The following defect(s) have been fixed in this cumulative patch for the Wind River qemu:
WIND00199116 Security Advisory - Linux - CVE-2010-0309
WIND00232308 Security Advisory - qemu - CVE-2010-2784
WIND00392008 Security Advisory - qemu - CVE-2012-3515
----------------------------------------------------------------------------------------
Change List:
/wrlinux/tools/qemu/patches/kvm-kernel-KVM-PIT-control-word-is-write-only-CVE-2010-0309.patch
/wrlinux/tools/qemu/patches/fix-segfault-in-mmio-subpage-handling-code-CVE-2010-2784.patch
/wrlinux/tools/qemu/patches/qemu-CVE-2012-3515.patch
/wrlinux/tools/qemu/patches/patches.list
Requires Wind River Linux 2.0 Update Pack 4 (2.0.4) to be installed.

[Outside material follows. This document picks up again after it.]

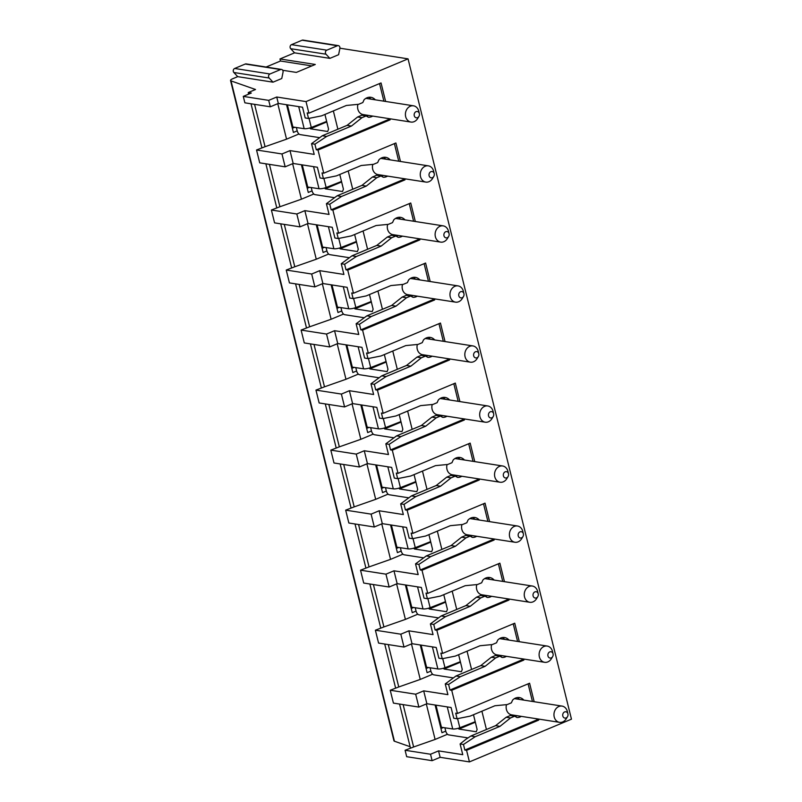 <?xml version="1.0" encoding="UTF-8"?>
<svg xmlns="http://www.w3.org/2000/svg" width="802" height="802" viewBox="0 0 802 802"><rect width="100%" height="100%" fill="white"/><g stroke="black" fill="none" stroke-linecap="round" stroke-linejoin="round"><path stroke-width="1.2" d="M282.715 70.275L296.339 72.411L315.286 64.471L279.978 58.947L294.555 52.842L329.863 58.366L338.604 54.706L339.878 48.401A2.376 1.965 -81.1 0 0 338.324 45.624L303.026 40.1A2.376 1.965 -81.1 0 0 302.103 40.22L337.401 45.744A2.376 1.965 -81.1 0 1 338.324 45.624M273.011 82.175L269.151 78.025A2.376 1.965 -81.1 0 1 269.963 73.984L280.56 69.553A2.376 1.965 -81.1 0 1 283.036 72.21L281.763 78.516L273.011 82.175L237.713 76.651L232.811 78.706A5.484 1.403 -13.9 0 0 230.535 80.501A5.484 1.403 -13.9 0 0 231.026 80.902L255.527 89.503L248.239 92.551L251.287 93.032L243.277 96.39L268.71 100.37L276.73 97.012L306.023 101.593L408.048 58.857L339.908 48.2M294.555 52.842L290.695 48.691A2.376 1.965 -81.1 0 1 291.507 44.651L302.103 40.22M266.114 67.027L280.489 61.012L279.978 58.947M237.713 76.651L233.853 72.501A2.376 1.965 -81.1 0 1 234.665 68.471L245.262 64.03A2.376 1.965 -81.1 0 1 246.174 63.909L281.482 69.433M230.535 80.501L393.952 740.807A5.484 1.403 -13.9 0 0 394.434 741.218L410.123 746.722M408.048 58.857L571.465 719.163L469.441 761.9L440.138 757.319L432.118 760.677L406.684 756.697L405.09 750.261L430.524 754.241L438.544 750.883L462.754 754.672L460.107 743.955L466.002 739.233L470.854 736.025L495.616 725.65L506.152 717.269L510.323 715.514L514.694 716.206L516.899 717.499A10.055 8.301 98.9 0 0 521.3 716.366M410.454 748.025L399.566 704.066M395.597 687.996L384.719 644.036M380.739 627.966L369.862 584.006M365.882 567.936L355.005 523.977M351.025 507.907L340.148 463.947M336.168 447.877L325.291 403.927M321.321 387.857L310.434 343.898M306.464 327.828L295.587 283.868M291.607 267.798L280.73 223.838M276.75 207.768L265.873 163.809M261.893 147.738L251.016 103.789M248.63 94.145L248.239 92.551M281.973 153.964L285.161 166.826L293.171 163.468L289.993 150.606L281.973 153.964L256.54 149.984L265.061 146.706L254.575 104.34M296.83 213.994L300.008 226.856L308.028 223.497L304.84 210.635L296.83 213.994L271.397 210.014L279.918 206.736L269.432 164.37M311.687 274.023L314.865 286.885L322.885 283.527L319.697 270.665L311.687 274.023L286.244 270.043L294.775 266.765L284.289 224.4M326.544 334.053L329.722 346.915L337.742 343.557L334.554 330.695L326.544 334.053L301.101 330.073L309.632 326.795L299.146 284.429M341.391 394.073L344.579 406.935L352.599 403.586L349.411 390.714L341.391 394.073L315.958 390.103L324.489 386.825L314.003 344.449M356.248 454.102L359.436 466.964L367.446 463.606L364.268 450.744L356.248 454.102L330.815 450.123L339.336 446.844L328.85 404.479M371.105 514.132L374.293 526.994L382.303 523.636L379.125 510.774L371.105 514.132L345.672 510.152L354.193 506.874L343.707 464.508M385.962 574.162L389.14 587.024L397.16 583.666L393.972 570.803L385.962 574.162L360.529 570.182L369.05 566.904L358.564 524.538M400.82 634.192L403.997 647.054L412.017 643.695L408.83 630.833L400.82 634.192L375.386 630.212L383.907 626.933L373.421 584.568M523.836 700.116A10.055 8.301 98.9 0 0 519.405 697.57A10.055 8.301 98.9 0 0 512.598 700.106L511.385 702.823L507.215 704.577L494.894 705.76L470.132 716.136L457.1 718.752L453.742 718.231L451.085 707.504L426.875 703.725L423.687 690.853L415.677 694.211L390.233 690.241L398.764 686.963L388.278 644.587M405.09 750.261L413.621 746.983L403.135 704.617M390.233 690.241L393.421 703.103L418.855 707.083L426.875 703.725M375.386 630.212L378.564 643.074L403.997 647.054M360.529 570.182L363.707 583.044L389.14 587.024M345.672 510.152L348.85 523.014L374.293 526.994M330.815 450.123L334.003 462.985L359.436 466.964M315.958 390.103L319.146 402.965L344.579 406.935M301.101 330.073L304.289 342.935L329.722 346.915M286.244 270.043L289.432 282.905L314.865 286.885M271.397 210.014L274.575 222.876L300.008 226.856M243.277 96.39L244.871 102.826L270.304 106.796L268.71 100.37M256.54 149.984L259.718 162.846L285.161 166.826M413.621 746.983L435.105 739.444L426.323 703.956M447.506 734.251L435.105 739.444M435.105 705.008L441.962 732.687A5.484 1.403 -13.9 0 0 441.962 732.687A5.484 1.403 -13.9 0 0 441.972 732.717L440.94 728.547L441.421 727.193L435.967 705.138M440.94 727.213L452.719 728.968A5.484 1.403 -13.9 0 0 459.827 727.735L475.205 721.71M486.433 729.499L481.902 711.204M468.007 737.91L448.639 734.883A3.659 1.835 -112.7 0 1 445.752 731.133L441.972 732.717M444.92 727.745L445.752 731.133M458.313 728.256L458.934 729.068L476.238 731.775L477.12 729.439L473.481 714.732M567.385 711.625A8.22 6.797 98.9 0 0 567.365 711.544A8.22 6.797 98.9 0 0 567.345 711.464A8.22 6.797 98.9 0 0 562.052 706.091A8.22 6.797 98.9 0 0 554.222 716.958A8.22 6.797 98.9 0 0 559.515 722.341L511.696 714.863A8.22 6.797 -81.1 0 1 506.413 709.479A8.22 6.797 -81.1 0 1 506.473 704.647M458.934 729.068L475.335 722.201M567.916 713.86A3.198 2.647 98.9 0 0 564.618 711.925A3.198 2.647 98.9 0 0 562.814 715.996A3.198 2.647 98.9 0 0 564.879 718.091A3.198 2.647 98.9 0 0 567.485 716.697A3.198 2.647 98.9 0 0 567.926 713.89A3.198 2.647 98.9 0 0 567.916 713.86L567.365 711.544M559.515 722.341A8.22 6.797 98.9 0 0 566.232 718.762L567.485 716.697M430.524 754.241L432.118 760.677M415.677 694.211L418.855 707.083M440.138 757.319L438.544 750.883M276.73 97.012L278.314 103.438L270.304 106.796M469.441 761.9L466.574 750.321L464.839 750.05L463.466 744.477L460.107 743.955M457.1 718.752L455.716 713.178L457.451 713.449L451.716 690.291L449.982 690.021L448.609 684.447L445.25 683.926L455.997 675.996L480.759 665.63L491.295 657.239L495.466 655.495L499.836 656.176L502.042 657.47A10.055 8.301 98.9 0 0 506.443 656.337M423.687 690.853L447.907 694.642L445.25 683.926M508.979 640.086A10.055 8.301 98.9 0 0 504.548 637.54A10.055 8.301 98.9 0 0 497.741 640.076L496.528 642.793L492.358 644.547L480.047 645.73L455.275 656.106L442.243 658.723L440.859 653.149L442.594 653.419L436.859 630.272L435.135 630.001L433.752 624.427L430.393 623.896L441.14 615.976L465.902 605.6L476.438 597.209L480.609 595.465L484.989 596.147L487.185 597.44A10.055 8.301 98.9 0 0 491.586 596.307M442.243 658.723L438.884 658.201L436.228 647.485L412.017 643.695M408.83 630.833L433.05 634.613L430.393 623.896M494.122 580.057A10.055 8.301 98.9 0 0 489.691 577.51A10.055 8.301 98.9 0 0 482.884 580.047L481.671 582.773L477.501 584.518L465.19 585.701L440.418 596.076L427.386 598.693L426.002 593.119L427.737 593.39L422.002 570.242L420.278 569.971L418.895 564.397L415.536 563.866L426.283 555.946L451.055 545.571L461.581 537.18L465.751 535.435L470.132 536.117L472.338 537.41A10.055 8.301 98.9 0 0 476.729 536.277M427.386 598.693L424.027 598.172L421.371 587.455L397.16 583.666M393.972 570.803L418.193 574.593L415.536 563.866M479.275 520.027A10.055 8.301 98.9 0 0 474.834 517.49A10.055 8.301 98.9 0 0 468.027 520.017L466.824 522.744L462.644 524.488L450.333 525.671L425.561 536.047L412.529 538.673L411.155 533.099L412.88 533.37L407.145 510.212L405.421 509.942L404.038 504.368L400.679 503.846L411.426 495.917L436.198 485.541L446.724 477.16L450.904 475.406L455.275 476.087L457.481 477.39A10.055 8.301 98.9 0 0 461.872 476.248M412.529 538.673L409.17 538.142L406.524 527.425L382.303 523.636M379.125 510.774L403.336 514.563L400.679 503.846M464.418 459.997A10.055 8.301 98.9 0 0 459.977 457.461A10.055 8.301 98.9 0 0 453.17 459.987L451.967 462.714L447.787 464.458L435.476 465.641L410.714 476.017L397.672 478.644L396.298 473.07L398.023 473.34L392.298 450.183L390.564 449.912L389.191 444.338L385.832 443.817L396.569 435.887L421.341 425.511L431.867 417.13L436.047 415.376L440.418 416.068L442.624 417.361A10.055 8.301 98.9 0 0 447.015 416.218M397.672 478.644L394.313 478.112L391.667 467.396L367.446 463.606M364.268 450.744L388.479 454.533L385.832 443.817M449.561 399.977A10.055 8.301 98.9 0 0 445.13 397.431A10.055 8.301 98.9 0 0 438.323 399.957L437.11 402.684L432.94 404.439L420.619 405.622L395.857 415.987L382.815 418.614L381.441 413.04L383.166 413.311L377.441 390.153L375.707 389.882L374.333 384.308L370.975 383.787L381.722 375.857L406.484 365.481L417.02 357.101L421.19 355.356L425.561 356.038L427.767 357.331A10.055 8.301 98.9 0 0 432.168 356.198M382.815 418.614L379.466 418.093L376.81 407.366L352.599 403.586M349.411 390.714L373.622 394.504L370.975 383.787M434.704 339.948A10.055 8.301 98.9 0 0 430.273 337.401A10.055 8.301 98.9 0 0 423.466 339.938L422.253 342.654L418.083 344.409L405.762 345.592L381 355.968L367.968 358.584L366.584 353.01L368.318 353.281L362.584 330.123L360.85 329.853L359.476 324.279L356.118 323.757L366.865 315.838L391.627 305.462L402.163 297.071L406.333 295.326L410.704 296.008L412.91 297.301A10.055 8.301 98.9 0 0 417.311 296.169M367.968 358.584L364.609 358.063L361.953 347.336L337.742 343.557M334.554 330.695L358.775 334.474L356.118 323.757M419.847 279.918A10.055 8.301 98.9 0 0 415.416 277.372A10.055 8.301 98.9 0 0 408.609 279.908L407.396 282.635L403.226 284.379L390.915 285.562L366.143 295.938L353.111 298.555L351.727 292.981L353.461 293.251L347.727 270.104L346.003 269.833L344.619 264.259L341.261 263.728L352.008 255.808L376.77 245.432L387.306 237.041L391.476 235.297L395.857 235.978L398.053 237.272A10.055 8.301 98.9 0 0 402.454 236.139M353.111 298.555L349.752 298.033L347.096 287.317L322.885 283.527M319.697 270.665L343.918 274.454L341.261 263.728M404.99 219.888A10.055 8.301 98.9 0 0 400.559 217.342A10.055 8.301 98.9 0 0 393.752 219.878L392.539 222.605L388.368 224.349L376.058 225.532L351.286 235.908L338.254 238.525L336.87 232.951L338.604 233.222L332.87 210.074L331.146 209.803L329.762 204.229L326.404 203.698L337.151 195.778L361.923 185.402L372.449 177.011L376.619 175.267L381 175.949L383.206 177.242A10.055 8.301 98.9 0 0 387.597 176.109M338.254 238.525L334.895 238.004L332.239 227.287L308.028 223.497M304.84 210.635L329.061 214.425L326.404 203.698M390.143 159.859A10.055 8.301 98.9 0 0 385.702 157.322A10.055 8.301 98.9 0 0 378.895 159.849L377.682 162.575L373.511 164.32L361.201 165.503L336.429 175.879L323.396 178.505L322.023 172.931L323.747 173.202L318.013 150.044L316.289 149.773L314.905 144.2L311.547 143.678L322.294 135.749L347.065 125.373L357.592 116.992L361.772 115.237L366.143 115.929L368.349 117.222A10.055 8.301 98.9 0 0 372.74 116.079M323.396 178.505L320.038 177.974L317.392 167.257L293.171 163.468M289.993 150.606L314.204 154.395L311.547 143.678M375.286 99.829A10.055 8.301 98.9 0 0 370.845 97.293A10.055 8.301 98.9 0 0 364.038 99.819L362.835 102.546L358.654 104.29L346.344 105.473L321.582 115.849L308.539 118.475L307.166 112.902L308.89 113.172L306.023 101.593M308.539 118.475L305.181 117.944L302.534 107.227L278.314 103.438M463.466 744.477L475.225 736.717L499.997 726.341L510.523 717.95L514.694 716.206M464.839 750.05L536.989 719.835L536.728 718.772M532.438 701.459L528.087 683.855M475.225 736.717L470.854 736.025M515.175 716.487A10.055 8.301 98.9 0 0 516.919 715.675M519.465 699.424A10.055 8.301 98.9 0 0 517.16 697.59M510.523 717.95L506.152 717.269M499.997 726.341L495.616 725.65M457.451 713.449L529.591 683.224L534.172 701.73M318.013 150.044L390.163 119.819L389.902 118.766M385.622 101.453L381.04 82.947L308.89 113.172M466.574 750.321L538.713 720.106L538.453 719.043M451.716 690.291L523.866 660.076L523.606 659.013M519.315 641.7L514.734 623.204L442.594 653.419M436.859 630.272L509.009 600.046L508.749 598.994M504.458 581.671L499.877 563.174L427.737 593.39M422.002 570.242L494.152 540.017L493.892 538.964M489.601 521.641L485.03 503.145L412.88 533.37M407.145 510.212L479.295 479.987L479.035 478.934M474.754 461.621L470.172 443.115L398.023 473.34M392.298 450.183L464.438 419.967L464.178 418.905M459.897 401.591L455.315 383.085L383.166 413.311M377.441 390.153L449.581 359.938L449.32 358.875M445.04 341.562L440.458 323.056L368.318 353.281M362.584 330.123L434.734 299.908L434.473 298.855M430.183 281.532L425.601 263.036L353.461 293.251M347.727 270.104L419.877 239.878L419.616 238.826M415.326 221.502L410.744 203.006L338.604 233.222M332.87 210.074L405.02 179.849L404.759 178.796M400.469 161.473L395.897 142.977L323.747 173.202M316.289 149.773L388.439 119.548L388.168 118.495M390.163 119.819L388.439 119.548M314.905 144.2L326.675 136.43L351.436 126.054L361.973 117.673L366.143 115.929M383.887 101.182L379.536 83.578M326.675 136.43L322.294 135.749M366.614 116.2A10.055 8.301 98.9 0 0 368.369 115.398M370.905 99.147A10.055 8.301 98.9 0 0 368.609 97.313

1. Unzip this patch under [install_dir]/updates
2. From the [install_dir]/updates directory, run the command "../maintenance/mtool/mtool_linux"
3. Follow the instructions for installing the point patch.
4. This is a source only patch so you will have to rebuild the qemu package.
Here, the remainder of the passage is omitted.